Terima kasih, Nyonya Peruglia. Tapi sayang, aku tidak mau.
••••
Akhirnya aku bisa pulang juga setelah seharian bekerja di tempat milik Nyonya Peruglia. Hari ini wanita itu memutuskan untuk membukanya lebih lama sehingga aku harus bekerja di situ sampai sore--matahari bahkan sudah mau tenggelam di balik Gunung Telulang saat aku sedang berjalan di blok nomor empat.
Tadi, di toko Nyonya Peruglia, pelanggannya lebih banyak dari hari kemarin. Di akhir hari, jika dilihat-lihat, tokonya masih tetap sepi juga. Paling hanya bertambah selusin pembeli saja dibandingkan hari kemarin.

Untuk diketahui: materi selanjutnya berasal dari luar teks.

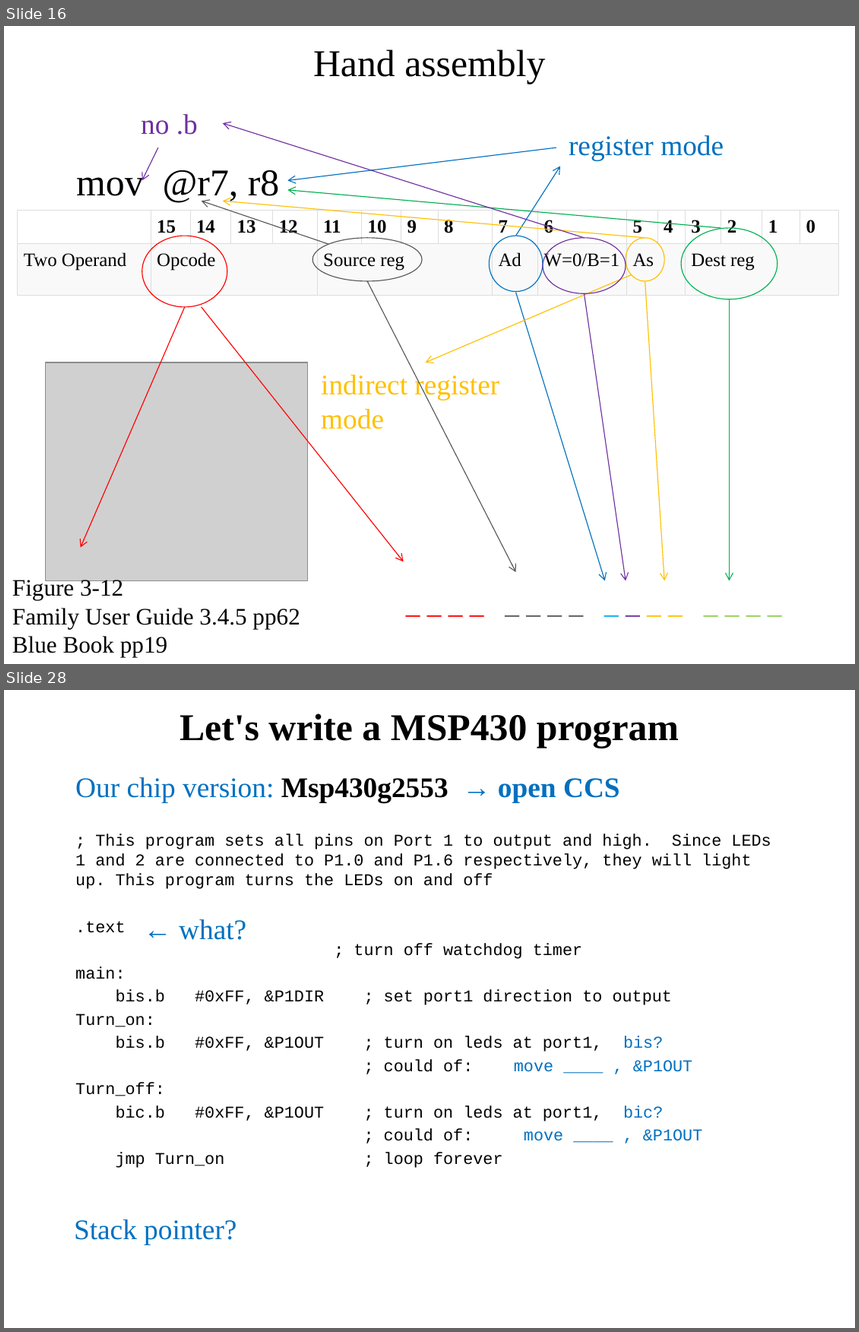
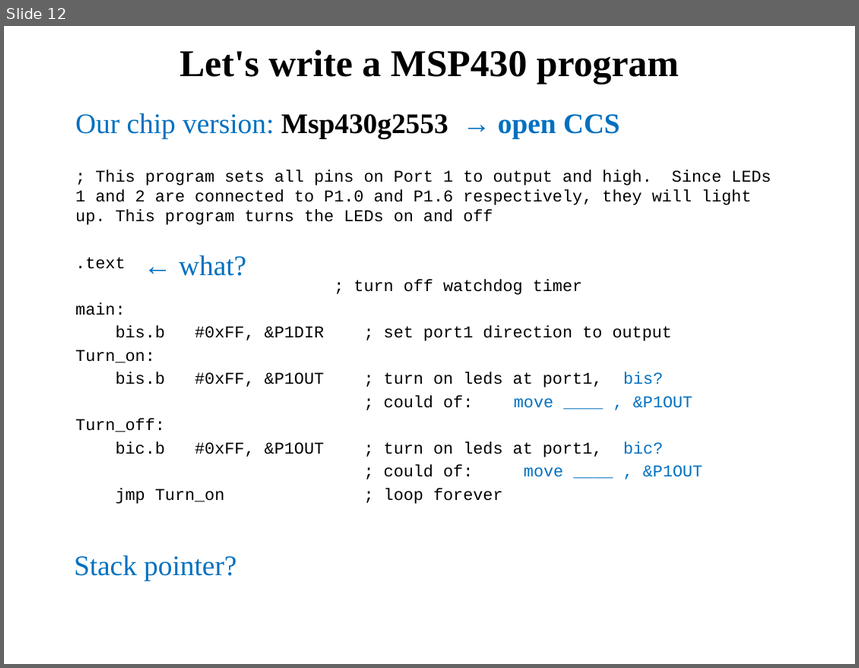
Before and after one commit to pw4rn3r/ECE382, a slide deck: notes/L4/Lsn4.pptx. Shown one above the other, each under a label of ours: slides 16 and 28 before the commit, slide 12 after it; the slides between them are not shown. The pictures are 859x1332 and 859x668 pixels, drawn with LibreOffice and Linux fonts; fonts in the diff are those of the drawing; grey boxes stand for pictures. Boxes give left, top, right and bottom in pixels: in the first picture for what was removed or moved away, otherwise in the second. Text is boxed around its words. In the diff, an @@ line names an element or a change of style, - is before the commit and + after.

```diff
--- a/notes/L4/Lsn4.pptx
+++ b/notes/L4/Lsn4.pptx
@@ slide 16 removed at (4,26,855,664), background #FFFFFF @@
@@ title removed at (313,50,545,84) @@
-Hand assembly
@@ group removed at (141,114,626,581): 3 arrows, 1 text, 1 ellipse @@
-no .b
@@ group removed at (287,135,724,581): 3 arrows, 1 text, 1 ellipse @@
-register mode
@@ text removed at (76,170,279,203) @@
-mov @r7, r8
@@ arrow removed from (329, 244) to (202, 202) @@
@@ arrow removed from (721, 227) to (287, 190) @@
@@ table removed at (18,210,837,297), 2 rows, 17 columns @@
- | 15 | 14 | 13 | 12 | 11 | 10 | 9 | 8 | 7 | 6 | 5 | 4 | 3 | 2 | 1 | 0
-Two Operand | Opcode |  |  |  | Source reg |  |  |  | Ad | W=0/B=1 | As |  | Dest reg |  |  | 
@@ ellipse removed at (682,227,778,300) @@
@@ ellipse removed at (142,236,227,307) @@
@@ ellipse removed at (313,238,422,281) @@
@@ group removed at (223,202,664,581): 3 arrows, 1 text, 1 ellipse @@
-indirect register mode
@@ arrow removed from (367, 281) to (515, 572) @@
@@ arrow removed from (184, 307) to (81, 548) @@
@@ arrow removed from (202, 307) to (403, 563) @@
@@ arrow removed from (729, 300) to (729, 581) @@
@@ picture removed at (46,363,308,582) @@
@@ text removed at (12,578,300,658) @@
-Figure 3-12
-Family User Guide 3.4.5 pp62
-Blue Book pp19
@@ text removed at (397,581,836,623) @@
-_ _ _ _ _ _ _ _ _ _ _ _ _ _ _ _
@@ what was slide 28 is now slide 12 @@
```
Also in this commit, not shown: 15 slides changed, 10 slides added, 17 other slides removed, 1 other file.
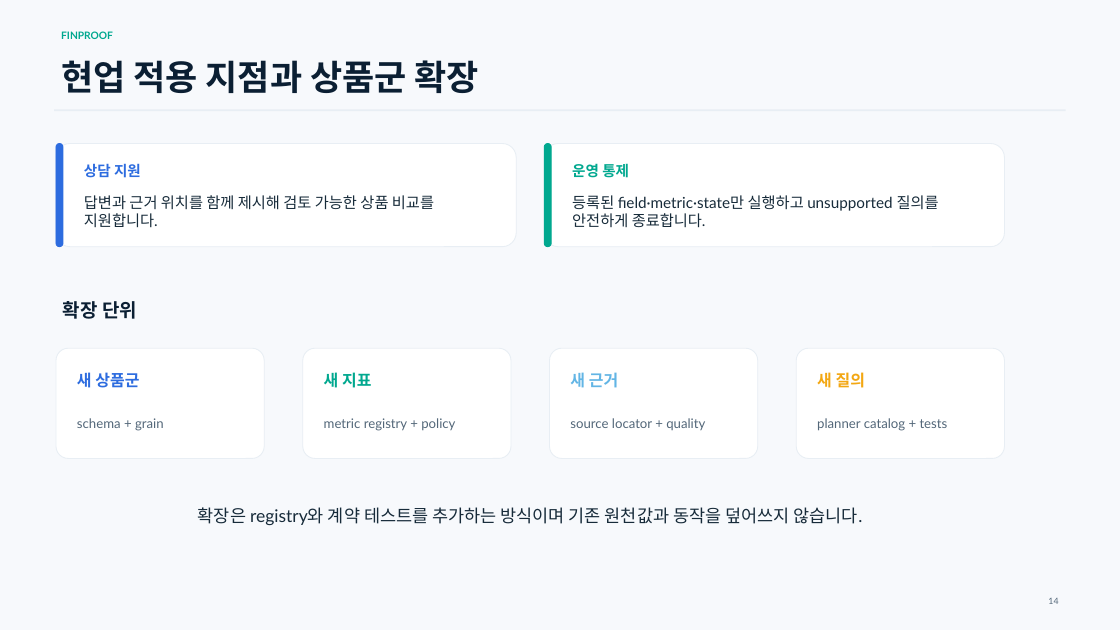
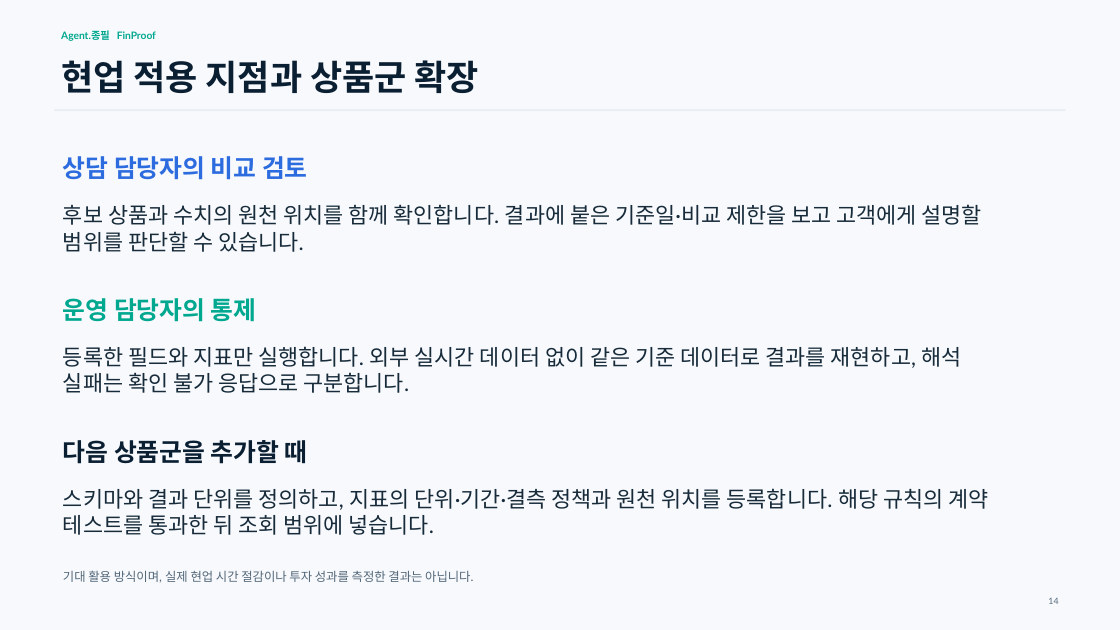
Before and after one commit to tskwak111/mirae_agent, a slide deck: slide 14 of docs/submission/FinProof_Technical_Proposal.pptx. Drawn at 1120x630 pixels with LibreOffice and Linux fonts; fonts in the diff are those of the drawing. Boxes give left, top, right and bottom in pixels: in the first picture for what was removed or moved away, otherwise in the second. Text is boxed around its words. In the diff, an @@ line names an element or a change of style, - is before the commit and + after.

```diff
--- a/docs/submission/FinProof_Technical_Proposal.pptx
+++ b/docs/submission/FinProof_Technical_Proposal.pptx
@@ text at bbox=[61, 30, 156, 41]: text changed @@
-FINPROOF
+Agent.종필 FinProof
@@ rounded rectangle removed at bbox=[56, 144, 517, 247] @@
@@ rounded rectangle removed at bbox=[56, 144, 63, 247] @@
@@ rounded rectangle removed at bbox=[544, 144, 1005, 247] @@
@@ rounded rectangle removed at bbox=[544, 144, 551, 247] @@
@@ text added at bbox=[63, 156, 308, 180], 21.2 pt, text #2D6CDF, bold @@
+상담 담당자의 비교 검토
@@ text removed at bbox=[572, 163, 629, 178] @@
-운영 통제
@@ text added at bbox=[63, 204, 982, 252], 18.8 pt, text #172B3A @@
+후보 상품과 수치의 원천 위치를 함께 확인합니다. 결과에 붙은 기준일·비교 제한을 보고 고객에게 설명할 범위를 판단할 수 있습니다.
@@ text removed at bbox=[572, 195, 939, 228] @@
-등록된 field·metric·state만 실행하고 unsupported 질의를 안전하게 종료합니다.
@@ text at bbox=[63, 298, 257, 322]: text changed; size 12.5 to 21.2 pt; text colour #2D6CDF to #00A88F @@
-상담 지원
+운영 담당자의 통제
@@ text removed at bbox=[63, 301, 137, 319] @@
-확장 단위
@@ rounded rectangle removed at bbox=[56, 349, 265, 459] @@
@@ text at bbox=[63, 346, 962, 393]: text changed; size 13.1 to 18.8 pt @@
-답변과 근거 위치를 함께 제시해 검토 가능한 상품 비교를 지원합니다.
+등록한 필드와 지표만 실행합니다. 외부 실시간 데이터 없이 같은 기준 데이터로 결과를 재현하고, 해석 실패는 확인 불가 응답으로 구분합니다.
@@ rounded rectangle removed at bbox=[302, 349, 511, 459] @@
@@ rounded rectangle removed at bbox=[549, 349, 758, 459] @@
@@ rounded rectangle removed at bbox=[797, 349, 1005, 459] @@
@@ text removed at bbox=[77, 372, 139, 388] @@
-새 상품군
@@ text removed at bbox=[324, 372, 371, 388] @@
-새 지표
@@ text removed at bbox=[570, 372, 618, 388] @@
-새 근거
@@ text removed at bbox=[817, 372, 865, 388] @@
-새 질의
@@ text removed at bbox=[77, 418, 164, 431] @@
-schema + grain
@@ text removed at bbox=[324, 418, 455, 431] @@
-metric registry + policy
@@ text removed at bbox=[570, 418, 705, 430] @@
-source locator + quality
@@ text removed at bbox=[817, 418, 948, 431] @@
-planner catalog + tests
@@ text added at bbox=[63, 440, 308, 464], 21.2 pt, text #0B1F33, bold @@
+다음 상품군을 추가할 때
@@ text at bbox=[63, 488, 988, 535]: text changed; size 15 to 18.8 pt @@
-확장은 registry와 계약 테스트를 추가하는 방식이며 기존 원천값과 동작을 덮어쓰지 않습니다.
+스키마와 결과 단위를 정의하고, 지표의 단위·기간·결측 정책과 원천 위치를 등록합니다. 해당 규칙의 계약 테스트를 통과한 뒤 조회 범위에 넣습니다.
@@ text added at bbox=[63, 570, 473, 582], 10.6 pt, text #536779 @@
+기대 활용 방식이며, 실제 현업 시간 절감이나 투자 성과를 측정한 결과는 아닙니다.
```
Also in this commit, not shown: 12 other slides changed, 2 slides added, 2 slides removed, 8 other files.
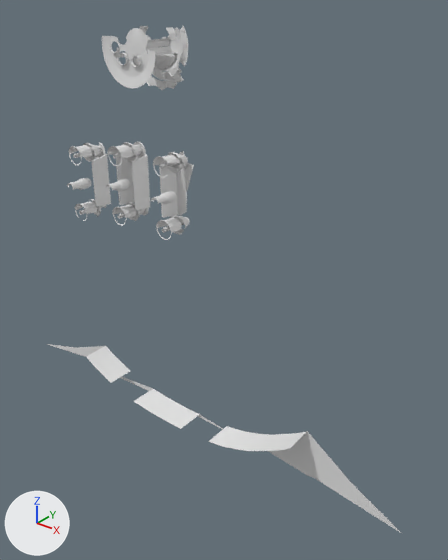
Two versions of the OBJ model RoyalFlush_1957/gameitems/Primitive.LM_GI_GI6_Parts.obj, one commit apart.
Both versions are drawn from a camera (50 mm lens) standing at (670.0, -665.0, -190.0) and looking at (82.0, 70.0, -646.0). Every picture has the same lights, and +X, +Y and +Z are marked at lower left. Where no turn or scale is listed for an object, it has been applied to the vertices. Vertices at the same position are counted once.

Script lines for the objects in view, before the commit:
```python
me_lm_gi_gi6_parts = bpy.data.meshes.new('LM_GI_GI6_Parts')
me_lm_gi_gi6_parts.from_pydata(...)  # 4586 vertices, 6480 faces; spans x -443.0..452.0, y -24.0..87.0, z -965.0..-252.0
ob_lm_gi_gi6_parts = bpy.data.objects.new('LM_GI_GI6_Parts', me_lm_gi_gi6_parts)
ob_lm_gi_gi6_parts.location = (0.0, 0.0, 0.0)
```
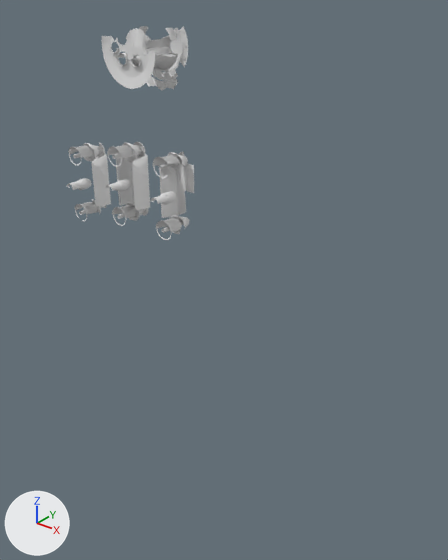
Location of each change, (x1, y1, x2, y2) in pixels of the pictures (448 x 560 px; the box of a moved part takes in the faces that stretch with it):
'LM_GI_GI6_Parts', reshaped (64% narrower, 58% shorter): before (47, 26, 401, 533); after (67, 26, 194, 240)
part 1 of me_lm_gi_gi6_parts, deleted: before (208, 426, 401, 533)
part 2 of me_lm_gi_gi6_parts, deleted: before (47, 344, 130, 383)
part 3 of me_lm_gi_gi6_parts, deleted: before (120, 377, 223, 429)
part 4 of me_lm_gi_gi6_parts, moved or reshaped: before (67, 142, 190, 235); after (67, 142, 194, 234)
part 5 of me_lm_gi_gi6_parts, moved or reshaped: before (102, 26, 188, 88); after (102, 27, 188, 89)

The change, as a list of edits to the scene's bpy script:
```text
Change me_lm_gi_gi6_parts:
    used by ob_lm_gi_gi6_parts; location = (0.0, 0.0, 0.0)
    remove me_lm_gi_gi6_parts.from_pydata(...)  # 4586 vertices, 6480 faces; spans x -443.0..452.0, y -24.0..87.0, z -965.0..-252.0
    add me_lm_gi_gi6_parts.from_pydata(...)  # 5215 vertices, 7606 faces; spans x -207.0..34.0, y -24.0..88.0, z -582.0..-252.0
    me_lm_gi_gi6_parts part 1: the loose piece of 33 vertices spanning x 104.0..452.0, y -3.0..51.0, z -964.0..-856.0 is deleted
    me_lm_gi_gi6_parts part 2: the loose piece of 15 vertices spanning x -443.0..-149.0, y -3.0..51.0, z -965.0..-883.0 is deleted
    me_lm_gi_gi6_parts part 3: the loose piece of 13 vertices spanning x -239.0..121.0, y -3.0..51.0, z -951.0..-932.0 is deleted
    me_lm_gi_gi6_parts part 4: 253 vertices moved from x -203.0..28.0, y -24.0..54.0, z -573.0..-436.0 to x -203.0..24.0, y -24.0..54.0, z -573.0..-434.0; 1473 vertices removed from x -204.0..31.0, y -24.0..56.0, z -582.0..-431.0; 2105 vertices added at x -207.0..34.0, y -24.0..55.0, z -577.0..-431.0
    me_lm_gi_gi6_parts part 5: 5 vertices moved from x -89.0..-47.0, y 2.0..78.0, z -318.0..-274.0 to x -89.0..-40.0, y 2.0..77.0, z -319.0..-274.0; 113 vertices removed from x -102.0..8.0, y -3.0..78.0, z -333.0..-255.0; 131 vertices added at x -102.0..7.0, y -3.0..77.0, z -334.0..-256.0
```
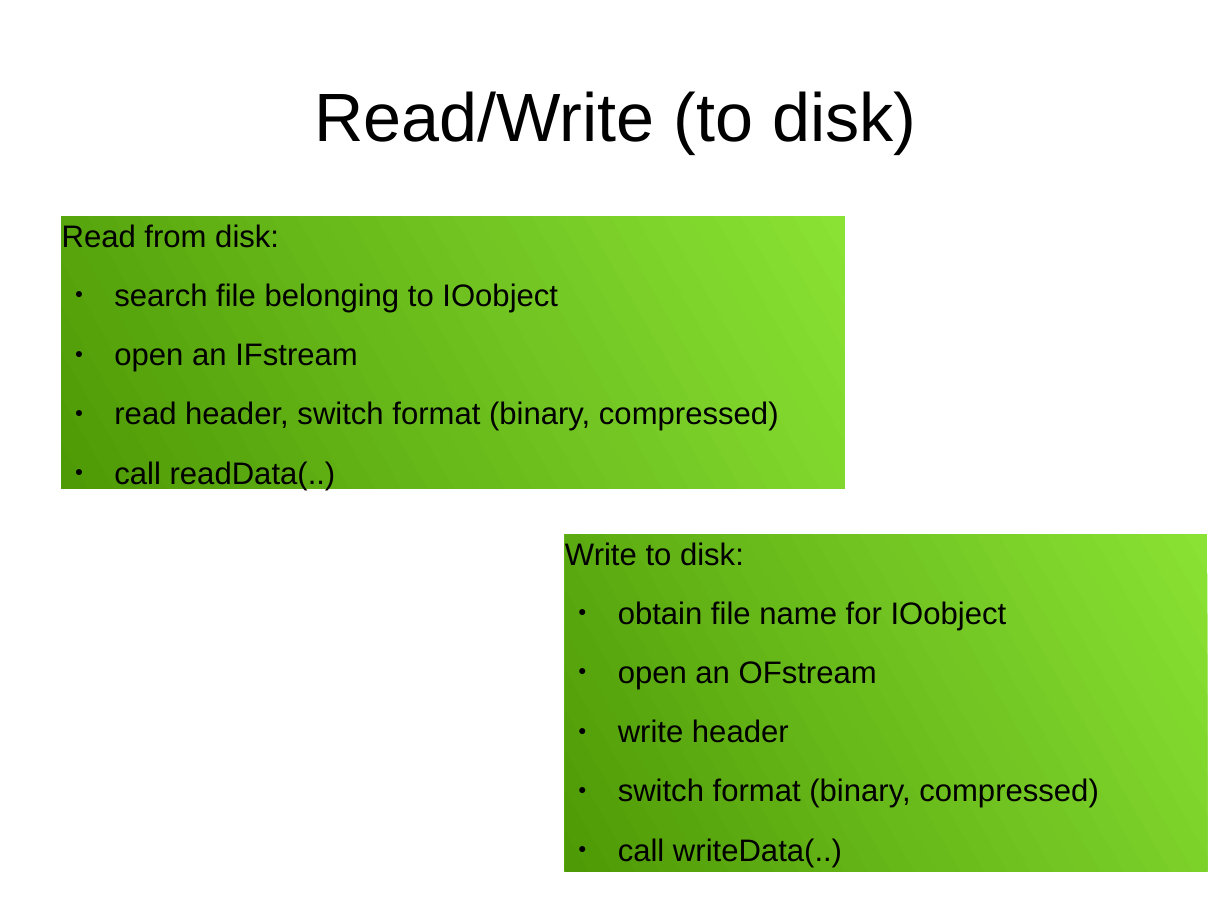
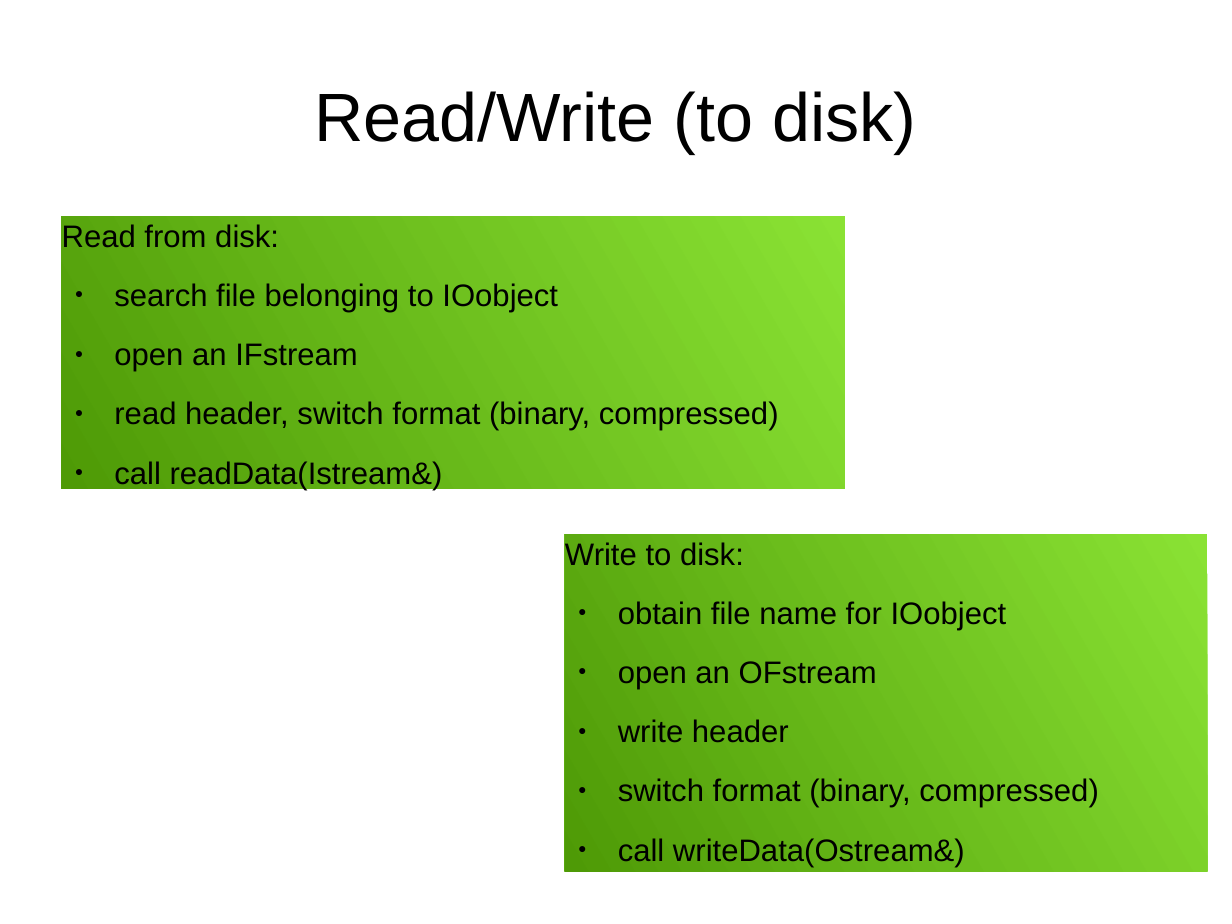
Before and after one commit to mattijsjanssens/mattijs-extensions, a slide deck: slide 6 of doc/Notes/GlobalFile_UGM2017/presentation.odp (slide 7 before the commit). Drawn at 1232x924 pixels with LibreOffice and Linux fonts; fonts in the diff are those of the drawing. Boxes give left, top, right and bottom in pixels: in the first picture for what was removed or moved away, otherwise in the second. Text is boxed around its words. In the diff, an @@ line names an element or a change of style, - is before the commit and + after.

```diff
--- a/doc/Notes/GlobalFile_UGM2017/presentation.odp
+++ b/doc/Notes/GlobalFile_UGM2017/presentation.odp
@@ text at [114, 461, 443, 490]: text changed @@
-● call readData(..)
+● call readData(Istream&)
@@ text at [618, 838, 965, 867]: text changed @@
-● call writeData(..)
+● call writeData(Ostream&)
```
Also in this commit, not shown: 6 other slides changed, 1 slide removed, 1 other file.

Dia sendiri yang berkata bahwa di saat-saat seperti ini toko kuenya sedang berada dalam masa surut pelanggan tapi dia sendiri juga yang masih tetap bersikeras untuk membuka toko sampai senja.
Terlanjur membuat banyak roti gandum yang hanya bertahan satu malam di dalam toko mungkin menjadi salah satu alasan yang ia pilih namun tetap saja, ucapannya kemarin berkebalikan sekali dengan hal yang wanita berambut abu sebagian itu lakukan hari ini.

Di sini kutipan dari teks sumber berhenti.